Who'll Meet The Demand For Unity?

By David S. Broder
Thursday, March 2, 2006

The story that Kansas Gov. Kathleen Sebelius was telling this week about the struggle over school financing that has dominated her time in office reveals something very significant about the changing mood of the public -- a change that could alter the dynamics of the next presidential race.

Sebelius, visiting Washington for the winter meeting of the National Governors Association, described how a seven-year-old impasse over court-ordered increases in Kansas's education funding has finally moved toward resolution.

After the Republican-controlled legislature ended its regular session in 2005 deadlocked over the state Supreme Court funding mandate, Sebelius, a Democrat, called the lawmakers into a special summer session. They cobbled together a $148 million fix, and when the court said that was still inadequate, something dramatic happened.

"The legislative leaders of both parties said, 'We have to have a plan, and we want to be at the table when it's hammered out,' " Sebelius said. The result: In February, a new, bipartisan proposal for a three-year boost in school budgets began working its way through the legislature.

As Associated Press reporter John Milburn wrote, "Unlike previous years, when school finance plans were hatched by dissident Republicans and a handful of Democrats and sometimes tended to reflect narrow interests legislative leaders put their heads together with Gov. Kathleen Sebelius from the get-go to find a solution."

Sebelius says that the real pressure was not just the court ruling but public opinion, insisting that "we have to work together, and it can't be just Republican or Democratic."

By contrast, she said, "when people look at Washington, D.C., they are dismayed. They see a sea of partisanship, but no results."

That is emphatically the view of almost all the dozen governors of both parties I interviewed during the association's meeting, including two who have been among the most active in testing the 2008 presidential waters.

Mitt Romney, the Republican governor of Massachusetts, is in a mirror-image situation to Sebelius, working with an overwhelmingly Democratic legislature. "At the state level," he said, "when the election is over, there's a meeting of minds and a readiness to find solutions. When we saw the Katrina refugees were coming, we passed a $25 million emergency appropriation in one day."

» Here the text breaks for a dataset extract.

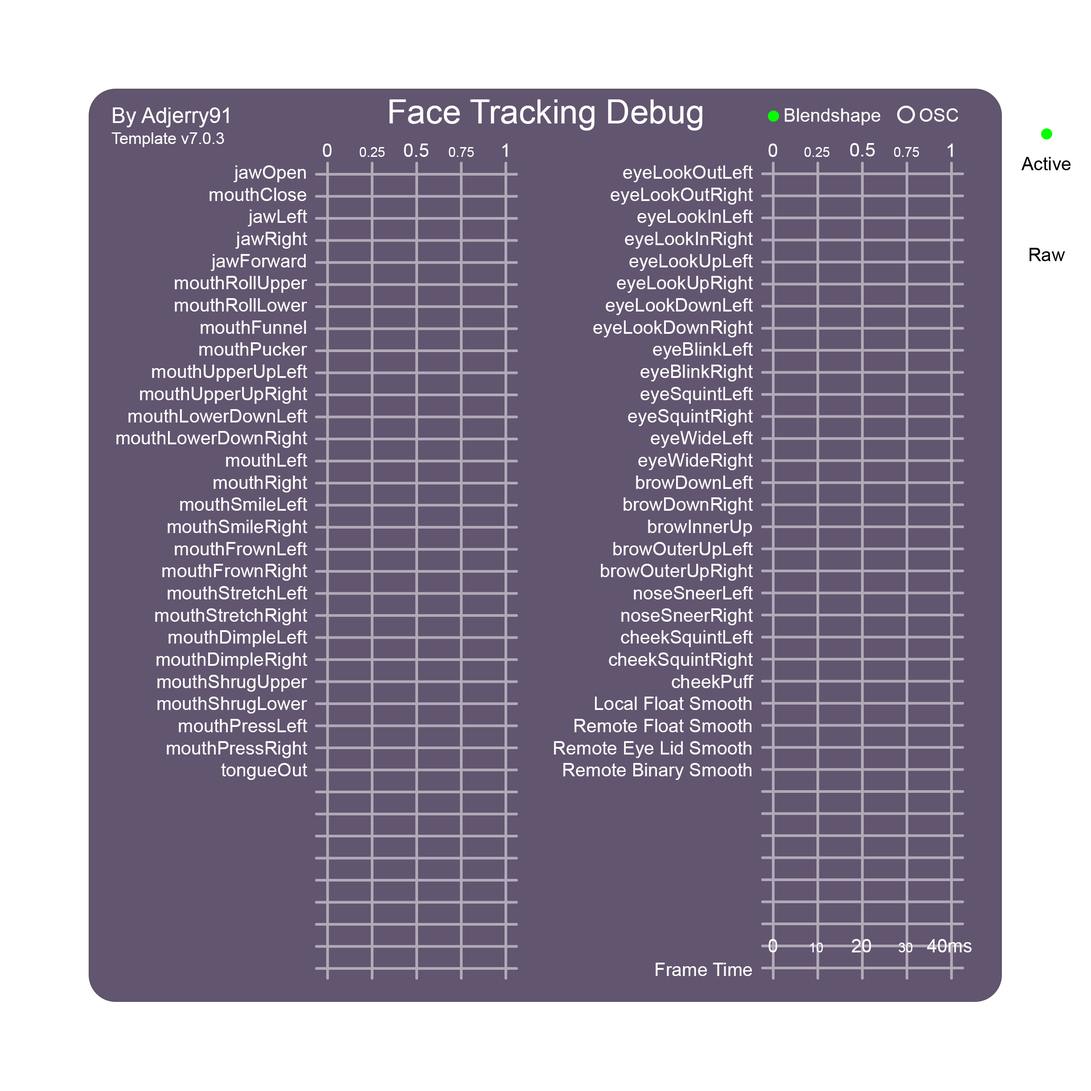
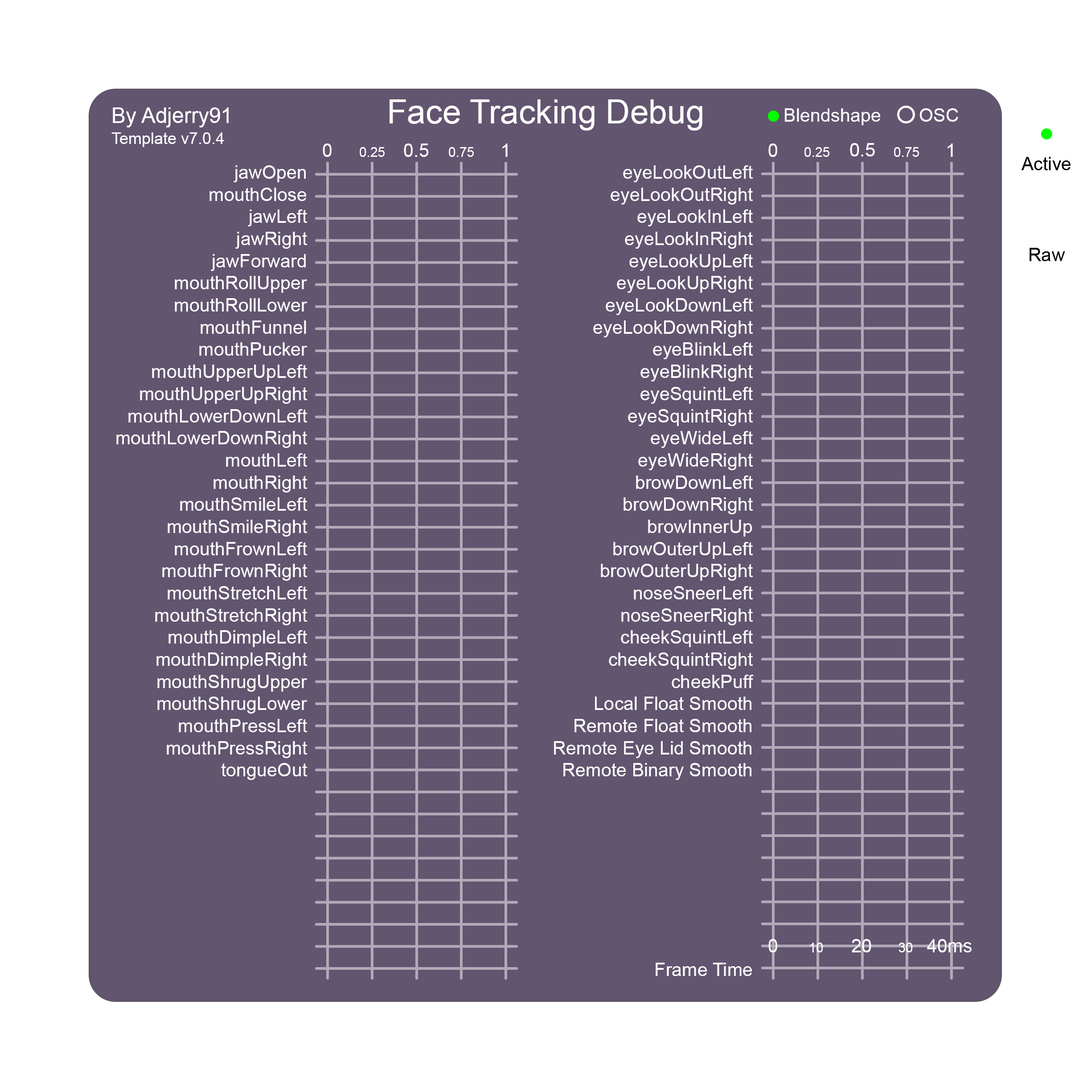
Comparing the layer stacks of the two w=1091, h=1091 images. Changes:
painted on "Template Version" over [left=215, top=132, right=225, bottom=145]

While Romney's ambitious health care reform -- aimed at insuring every resident, without having to raise taxes -- is still hung up in the legislature, he said that "there is not the same level of bitterness you see in Washington -- the 'gotcha' mentality."

Romney said he recognizes that some Republicans were as antagonistic toward President Bill Clinton as some Democrats are toward President Bush. But on the hustings, he said, people hunger for a return to the spirit of the Reagan years, when Tip O'Neill and Ronald Reagan quarreled over policy but then shared stories and trust.

Tom Vilsack, the Democratic governor of Iowa, said he finds people "genuinely concerned about the lack of action in Washington. They think their state is going in the right direction but the country is not. Governors of both parties routinely reach across the aisle, and people love to see that." Vilsack, who faces a Republican House and an evenly divided state Senate, added, "The [public] attitude toward Washington is 'a pox on both your houses.' "

What all of them are describing helps explain why Democratic governors are flourishing politically in "red states" such as Arizona, Montana and Wyoming, and why Republican governors are favored for reelection in such "blue" states as Vermont, Connecticut and Minnesota.

It also suggests why there may be a special burden on presidential candidates whose experience and credentials have been forged largely in the partisan warfare of Washington.

In 2000 Sen. John McCain largely avoided the label of extreme partisanship because of his reputation as an independent thinker. But he still lost the Republican nomination to Bush, who campaigned as someone whose record in Texas showed him to be "a uniter and not a divider."

Sen. Evan Bayh of Indiana, one of the Democratic contenders for 2008, has obviously picked up these vibes. In interviews and stump speeches, he dwells much more on his experiences as governor for eight years than on his current membership on the Senate intelligence committee.

But what about Hillary Rodham Clinton? She leads all the early polls for the Democratic nomination. But can she avoid being seen simply as a battle-scarred veteran of the partisan Washington wars? Is there anything in her record that speaks to the hunger for consensus?